If a preterm neonate starts life with a higher hemoglobin and hematocrit (Hb/Hct) at birth, and if the health care team takes precautions and minimizes phlebotomy loss, one can postulate that the nadir at 8 to 10 weeks can be higher (less deep) and may result in less number of PRBC transfusions. Some of the proven strategies for higher Hb/Hct at birth are, delayed cord clamping [15], milking or stripping [16], and drawing all base line lab tests from fetal blood in the placenta [3]. Strategies for controlling phlebotomy losses include, returning the dead space volume after sampling an arterial catheter, use of microcontainers and micro techniques, development and use of noninvasive monitoring, etc [3]. Strict adherence to the institutional transfusion criteria may be beneficial. Use of Iron fortified formulas, and in selected circumstances the use of EPO or Darbepoietin (Dapopoietin) [11] may decrease the number of PRBC transfusions.

Neonatal blood transfusions are frequent, but there are no evidence based transfusion guidelines for neonates.

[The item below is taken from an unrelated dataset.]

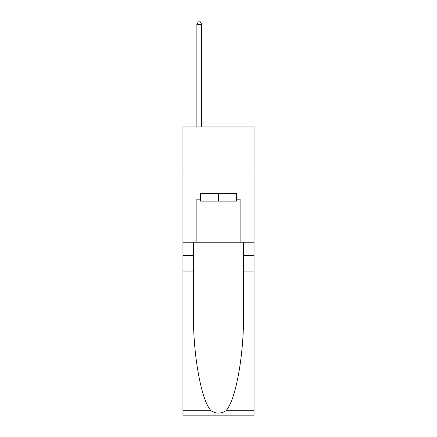 <?xml version="1.0" encoding="UTF-8"?>
<svg xmlns="http://www.w3.org/2000/svg" width="437" height="437" viewBox="0 0 437 437"><rect width="100%" height="100%" fill="white"/><g stroke="black" fill="none" stroke-linecap="round" stroke-linejoin="round"><path stroke-width="0.66" d="M254.044 174.98L254.044 126.949L182.956 126.949L182.956 174.98L254.044 174.98L254.044 242.229L240.115 242.229L240.115 199.19L237.04 199.19L237.04 193.427L199.96 193.427L199.96 199.19L200.534 199.19M236.466 193.427L236.466 201.113L200.534 201.113L200.534 193.427M218.5 193.427L218.5 201.113M225.934 410.769L254.044 410.769L254.044 415.15L182.956 415.15L182.956 271.049L193.476 271.049L193.476 313.892C192.963 354.839 201.271 400.582 211.066 410.769C216.02 413.926 220.975 413.926 225.934 410.769C235.729 400.582 244.037 354.839 243.524 313.892L243.524 242.229M243.524 271.049L254.044 271.049L254.044 242.229M182.956 271.049L182.956 174.98M193.476 242.229L193.476 271.049M254.044 410.769L254.044 271.049M182.956 242.229L196.885 242.229L196.885 199.19L199.96 199.19M196.885 242.229L240.115 242.229M236.466 199.19L237.04 199.19M201.686 126.949L201.686 24.346L196.885 24.346L196.885 126.949M196.885 24.346L198.327 21.85L200.25 21.85L201.686 24.346M243.524 255.678L254.044 255.678M193.476 255.678L182.956 255.678M182.956 410.769L211.066 410.769"/></g></svg>

Following the prevention strategies that include using well researched and formulated hospital based transfusion guidelines, may at least decrease the number of PRBC transfusions. Before proceeding with each transfusion, a health care professional needs to assess the risks (known, proven and emerging) and benefits, rather than depending on some arbitrary numbers for the Hb/Hct. Because of physiologically low levels, routine monitoring of reticulocyte count and EPO levels are rarely helpful in taking transfusion decisions. Use of an algorithm approach may help to streamline the therapeutic strategies. Family members and other health care professionals especially nursing staff, need to be included in the decision making team.